Let’s discuss the differences in how the functions were called to be used. COnsider first that the book is set-up as written in rMarkdown which is running in an instance of R. The memory of the code chunk and the underling R which rmarkdown is running are the same. In python terms, the namespace is the same. This is not the case with the python code chunks. We have to explicitly pass to (and retrieve from) the R namespace for it to be accessible to the python chunk, running in it’s on (python) namespace. As a result we had to redefine the function in the same namespace in which we were calling it.

With R code chunks the R memory space is open throughout but the python chunks name space is closed each time the python chunk closes. This is a feature of how I am using the R environment to write this book, not of python per se.

Further, recalling we are writing scripts, the print statements are required for both to display the result. We could have used the cat() function of course to display the R output as well.

cat(x)       # x is still in R memory here
## 150.2655

Note that the result number [1] is not printed with R using cat() or the python print() functions.
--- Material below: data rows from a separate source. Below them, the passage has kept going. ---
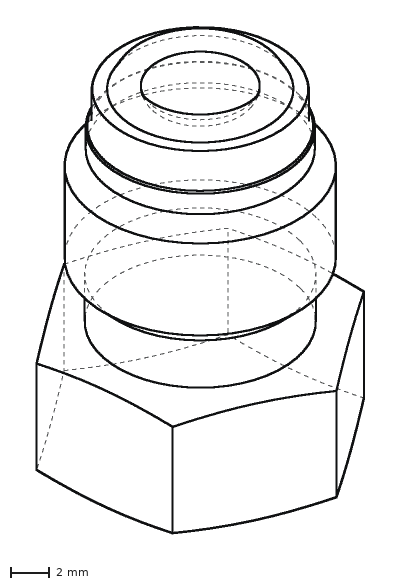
import cadquery as cq
import math

hex_across_flats = 15.9
hex_height = 7.58
hex_bevel_diameter = 15.4
hex_bevel_angle = math.radians(15)

total_height = 23.4
neck_radius = 12.1 / 2
collar_radius = 14.2 / 2
collar_bottom = 11.65
collar_top = 17.53
shoulder_radius = 12.0 / 2
shoulder_top = 19.94
shoulder_edge_height = 0.12
shoulder_edge_inset = 0.1
spigot_radius = 11.4 / 2
spigot_bottom = 20.35
spigot_top = 22.42
spigot_edge_height = 0.16
spigot_edge_inset = 0.05

lip_center_radius = 3.93
lip_round_radius = 0.65
lip_cone_angle = math.radians(30)
recess_radius = 6.22 / 2
recess_round_radius = 0.8


def make_hex_head():
    """Hexagonal prism with its corners bevelled at both ends."""
    corner_radius = hex_across_flats / math.sqrt(3)
    prism = (
        cq.Workplane("XY")
        .polygon(6, 2 * corner_radius)
        .extrude(hex_height)
        .rotate((0, 0, 0), (0, 0, 1), 30)
    )
    envelope_radius = corner_radius + 0.23
    bevel_radius = hex_bevel_diameter / 2
    bevel_drop = (envelope_radius - bevel_radius) * math.tan(hex_bevel_angle)
    envelope = (
        cq.Workplane("XZ")
        .polyline([
            (0, 0),
            (bevel_radius, 0),
            (envelope_radius, bevel_drop),
            (envelope_radius, hex_height - bevel_drop),
            (bevel_radius, hex_height),
            (0, hex_height),
        ])
        .close()
        .revolve(360, (0, 0, 0), (0, 1, 0))
    )
    return prism.intersect(envelope)


def make_turned_body():
    """Neck, collar, shoulder, spigot and lip as one revolved profile."""
    round_half_width = lip_round_radius * math.cos(lip_cone_angle)
    round_end = total_height - lip_round_radius * (1 - math.sin(lip_cone_angle))
    lip_outer = lip_center_radius + round_half_width
    lip_inner = lip_center_radius - round_half_width
    lip_base = lip_outer + (round_end - spigot_top) * math.tan(lip_cone_angle)

    dish_top = round_end - (lip_inner - recess_radius) / math.tan(lip_cone_angle)
    floor = dish_top - recess_round_radius
    floor_radius = recess_radius - recess_round_radius
    dish_middle = (
        floor_radius + recess_round_radius * math.sin(math.pi / 4),
        dish_top - recess_round_radius * math.cos(math.pi / 4),
    )

    fillet_start_radius = shoulder_radius - shoulder_edge_inset
    fillet_start = shoulder_top + shoulder_edge_height
    fillet_width = fillet_start_radius - spigot_radius
    fillet_height = spigot_bottom - fillet_start
    fillet_radius = (fillet_width**2 + fillet_height**2) / (2 * fillet_width)
    half_angle = math.asin(fillet_height / fillet_radius) / 2
    fillet_middle = (
        spigot_radius + fillet_radius * (1 - math.cos(half_angle)),
        spigot_bottom - fillet_radius * math.sin(half_angle),
    )

    lower_cone_bottom = collar_bottom - (collar_radius - neck_radius)
    upper_cone_top = collar_top + (collar_radius - shoulder_radius)

    return (
        cq.Workplane("XZ")
        .moveTo(0, hex_height)
        .lineTo(neck_radius, hex_height)
        .lineTo(neck_radius, lower_cone_bottom)
        .lineTo(collar_radius, collar_bottom)
        .lineTo(collar_radius, collar_top)
        .lineTo(shoulder_radius, upper_cone_top)
        .lineTo(shoulder_radius, shoulder_top)
        .lineTo(fillet_start_radius, fillet_start)
        .threePointArc(fillet_middle, (spigot_radius, spigot_bottom))
        .lineTo(spigot_radius, spigot_top - spigot_edge_height)
        .lineTo(spigot_radius - spigot_edge_inset, spigot_top)
        .lineTo(lip_base, spigot_top)
        .lineTo(lip_outer, round_end)
        .threePointArc((lip_center_radius, total_height), (lip_inner, round_end))
        .lineTo(recess_radius, dish_top)
        .threePointArc(dish_middle, (floor_radius, floor))
        .lineTo(0, floor)
        .close()
        .revolve(360, (0, 0, 0), (0, 1, 0))
    )


result = make_hex_head().union(make_turned_body())

There are more subtlies of memory management in calling one language from inside the other. These will come up below but for now knowing how things behave in the R/rMarkdown environment as above will cover our memory space issues.

6.3 Writing Function Examples in R and Python

6.3.0.1 Example 1 A Surveyor’s Function

Lets write a function in R and Python to calculate the height of a tower knowing the angle of elevation at a given distance from the base. This would be something we might need when sighting through a surveyors transit.

Given a distance from the base of 1000 meters, how high is a tower whose top was measured at an angle of 25 degrees at that distance.

d = 1000    # distance in meters to base
ad = 25     # angle in degrees

# write a function to convert degrees to radians
deg2rad = function(angledeg){
  angledeg * (pi/180)
}

# write function to calcular height from angle in degrees
ht = function(d, ad){
  h = d*tan(deg2rad(ad))
}

# now call and output function with distance d and angle ad in degrees
cat("Tower Height in meters is: ", ht(d, ad), "\n")    
## Tower Height in meters is:  466.3077

So we have written 2 functions, one to convert degrees to radians, that is the expected measure of the angle going into ttigonometric functions of R. Then we wrote a function to accept degrees input and give the height in meters (the input distance units) The function definitions use the keyword ‘function, followed by zero or more arguments and then the code block of the function is set out by brace brackets’{ }’. The function is assigned to a name like a variable.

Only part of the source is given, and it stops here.